“This is an astounding book that showcases our futures individually and as a modern society. Houellebecq's insights into love, sex, loss and the future are scarry in their accuracy (particularly for a male of his age).
Certainly this book will be offensive to many, but to those who read with an open mind the book is troubling and touching. This is one of the ten best novels I have ever read.”
“What a bad piece of literature. Several times I stopped reading this book, but then picked it up in the hopes that just maybe there will be some interesting development in the next chapter. However, that's not the case- it stays flat and boring the whole time. Let me summarize the plot so you don't have to waste your time: cynical man in mid-life crisis presents his views on life and sex. He comes across a new age group (based on the Raelians) and through inaction helps their founders. Every other chapter is a brief unemotional journal entry several centuries later briefly describing a dystopian Earth. That's it.”

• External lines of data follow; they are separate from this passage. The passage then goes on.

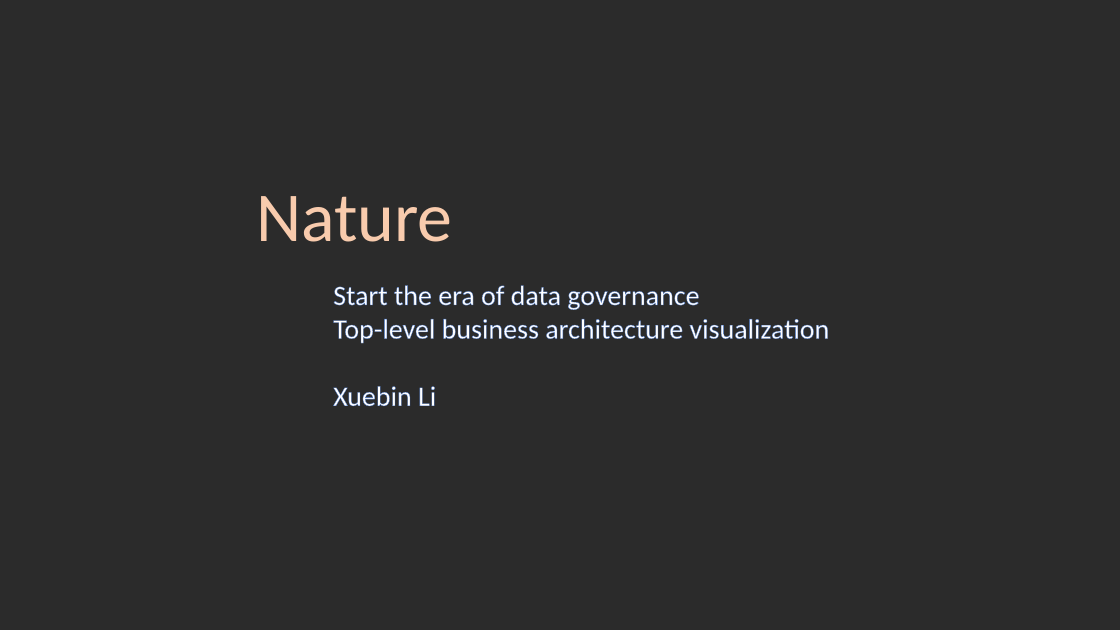
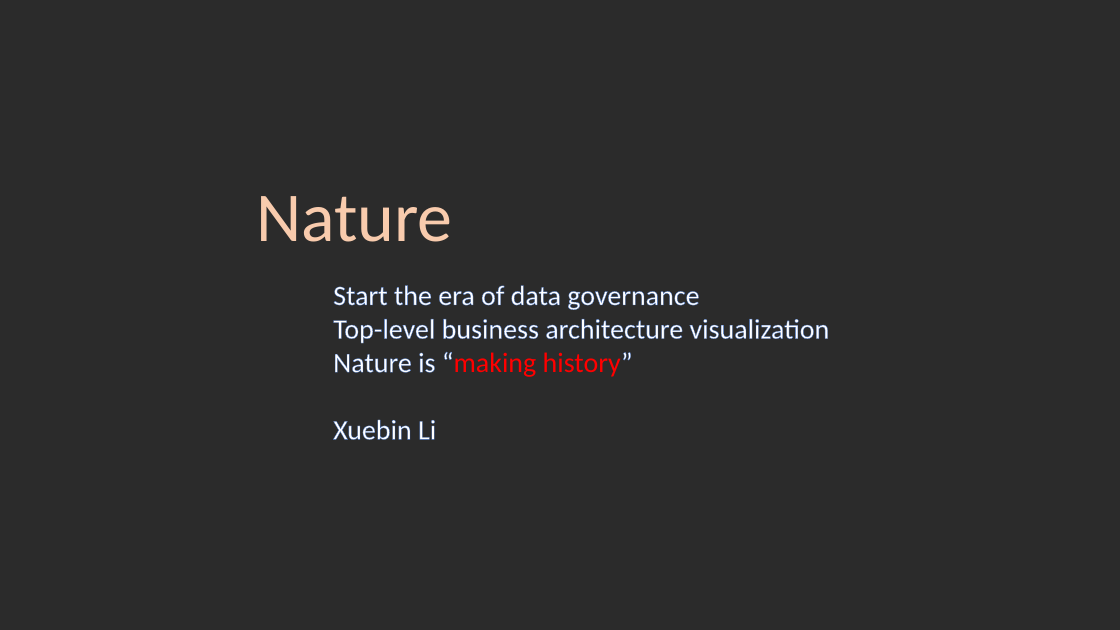
Before and after one commit to llxxbb/Nature, a slide deck: slide 1 of doc/nature.pptx. Drawn at 1120x630 pixels with LibreOffice and Linux fonts; fonts in the diff are those of the drawing; background and template pictures are left out; a plain dark background stands for a picture behind light text. Boxes give left, top, right and bottom in pixels: in the first picture for what was removed or moved away, otherwise in the second. Text is boxed around its words. In the diff, an @@ line names an element or a change of style, - is before the commit and + after.

```diff
--- a/doc/nature.pptx
+++ b/doc/nature.pptx
@@ text at [333, 319, 830, 377]: text changed @@
-Top-level business architecture visualization
+Top-level business architecture visualization
+Nature is “making history”
```
Also in this commit, not shown: 6 other slides changed, 9 slides added, 14 slides removed, 19 other files.

An amazon user wrote this on 2009-03-15.“I did not enjoy this book at all! It was VERY slow moving and full of remarks about people that I have never heard of. And while I'm sure it's no fault of the translator, it just didn't strike me as being all that well-written. It was boring and had a rather lame "futuristic" plot that didn't make too much sense. I really wouldn't read anything else by him or recommend this to anyone.”

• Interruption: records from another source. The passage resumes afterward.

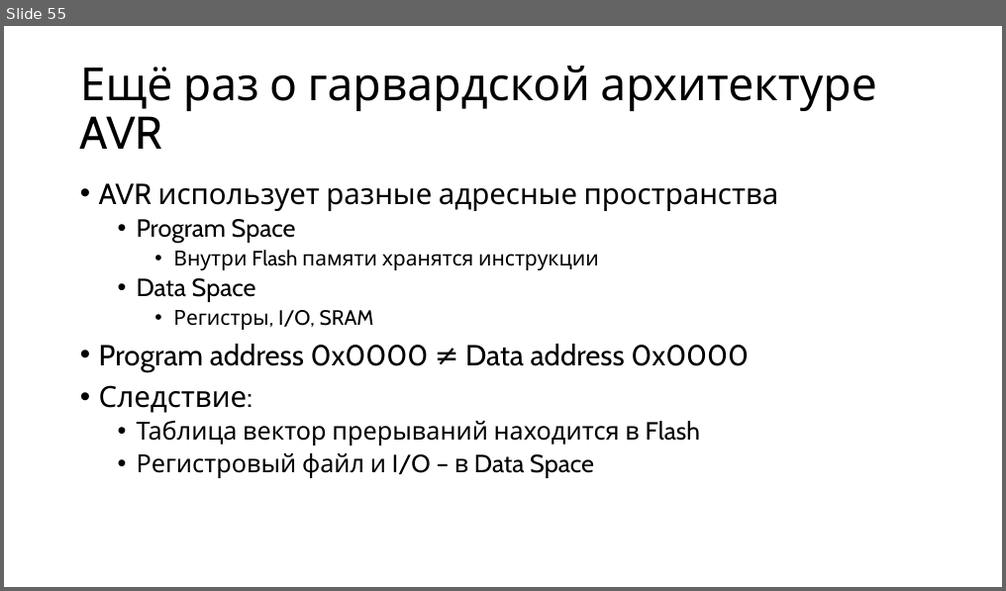
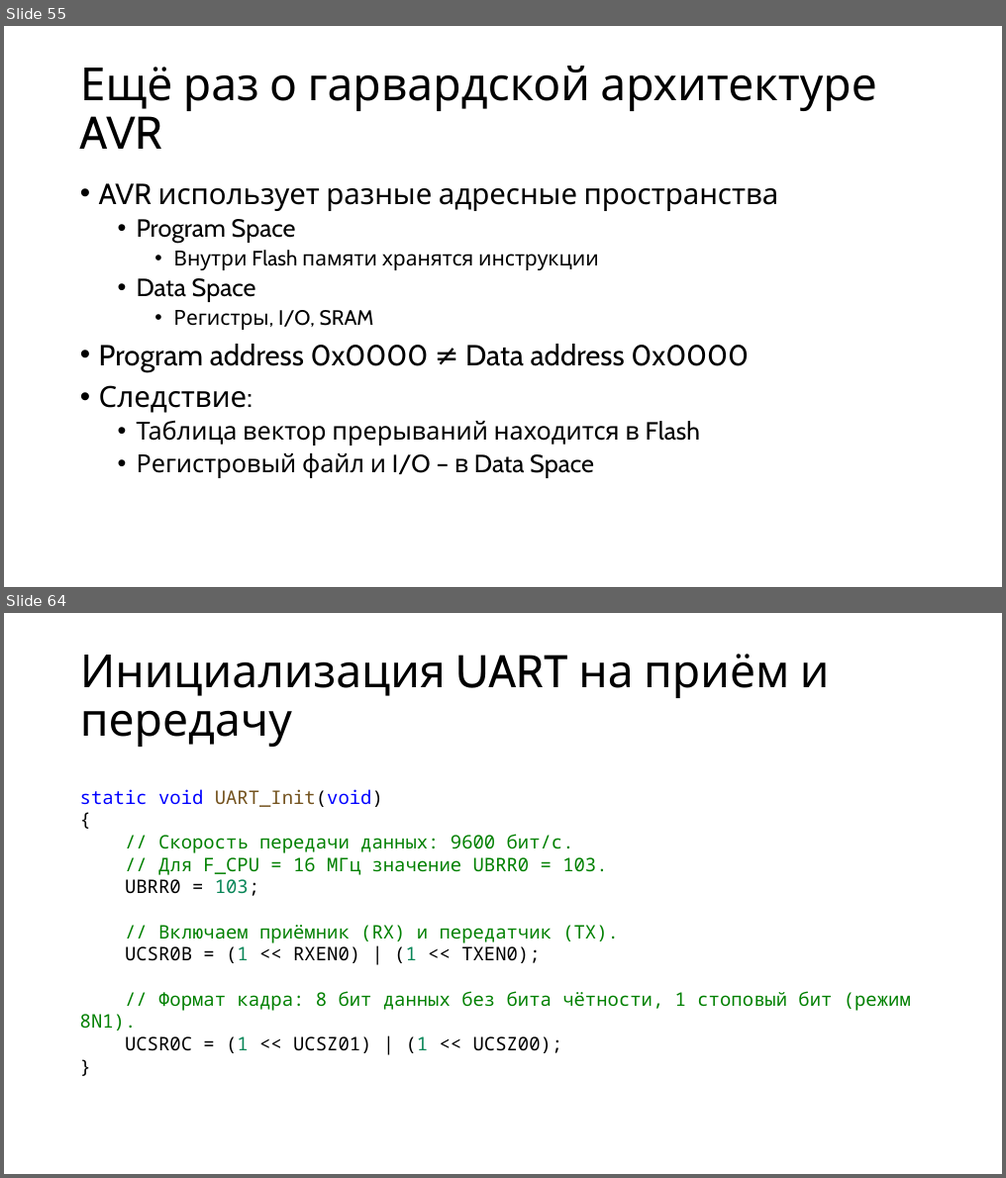
Before and after one commit to alexey-malov/mpp, a slide deck: lectures/14/Microcontroller Programming.pptx. Shown one above the other, each under a label of ours: slide 55 before the commit, slides 55 and 64 after it; the slides between them are not shown. The pictures are 1006x591 and 1006x1178 pixels, drawn with LibreOffice and Linux fonts; fonts in the diff are those of the drawing. Boxes give left, top, right and bottom in pixels: in the first picture for what was removed or moved away, otherwise in the second. Text is boxed around its words. In the diff, an @@ line names an element or a change of style, - is before the commit and + after.

```diff
--- a/lectures/14/Microcontroller Programming.pptx
+++ b/lectures/14/Microcontroller Programming.pptx
@@ slide 64 added at (4,613,1002,1174), background #FFFFFF @@
@@ title added at (80,654,830,747), 44 pt, text #000000 @@
+Инициализация UART на приём и передачу
@@ text added at (80,789,911,1054), 18 pt, text #008000 @@
+static void UART_Init(void)
+{
+// Скорость передачи данных: 9600 бит/с.
+// Для F_CPU = 16 МГц значение UBRR0 = 103.
+UBRR0 = 103;
+// Включаем приёмник (RX) и передатчик (TX).
+UCSR0B = (1 << RXEN0) | (1 << TXEN0);
+// Формат кадра: 8 бит данных без бита чётности, 1 стоповый бит (режим 8N1).
+UCSR0C = (1 << UCSZ01) | (1 << UCSZ00);
+}
```
Also in this commit, not shown: 1 slide changed, 31 other slides added, 1 slide removed.

An amazon user wrote this on 2009-01-21.“If you are looking for another Elementary Particles, Platform or Whatever, you'll be satisfied with the first 75 pages of this story (I refer to the hardbound edition of this book). After that, Houellebecq loses his way and descends into gritty, untasteful pornography. While I liked the first 75 p., I also skipped the short, inbetween chapters, nonsensical sci-fiish chatter about the future or something. On pages 10-11, the author rages on in Fine Houellebecq fashion against middle class mediocrity; frequently sarcastically referring back to himself as "...a cutting observer of contemporary reality." You just know that the author isn't being merely fictive here-he is ridiculing his own reputation. He still gets in some good Arab and Jew digs here and there when one reads (again) on page 10. The reader suspects that underneath H's biting sarcasm is perhaps a bit of sadness? Page 17 yields yet more nuggets and then on the following page, ther hero of our novel accurately denounces Nabokov as a "clumsy imitator of Joyce...a collapsed pastry." Or maybe it's because Nabokov was the "first literary pornographer" who put Lolita into daily parlance...And I got my first Houellebecq anti-American sentiment on page 24 when he claims that "my colleagues...are much too preoccupied by the American press. We remain Europeans...our reference point is what happens in England." On page 38 our narrator rants that he was diagnosed to be a right-wing anarchist. Spain gets some good PR in this book; so does Teilhard de Chardin. H offers up a few astute observations on contemporary culture in the West (but just not enough!) The Spanish language gets a plusse with "A very beautiful and expressive language, naturally suited to poetry--you can rhyme almost everything." But then later down the page he insults my own (Slavic) peoples with "....from one of those absurd countries that emerged from the implosion of the Eastern bloc..." But after page 45, Island takes a dip. Our beloved author flounders around in even more distasteful pornographic images; hence, I did not waste my time finishing the book. But what a good first 75 pages.”
An amazon user wrote this on 2008-12-23.“This like Atomised is a touch misoginistic at times, however it gives a deep insight into the male psyche. It is witty, caustic and one of the better books i have read.”
An amazon user wrote this on 2008-10-19.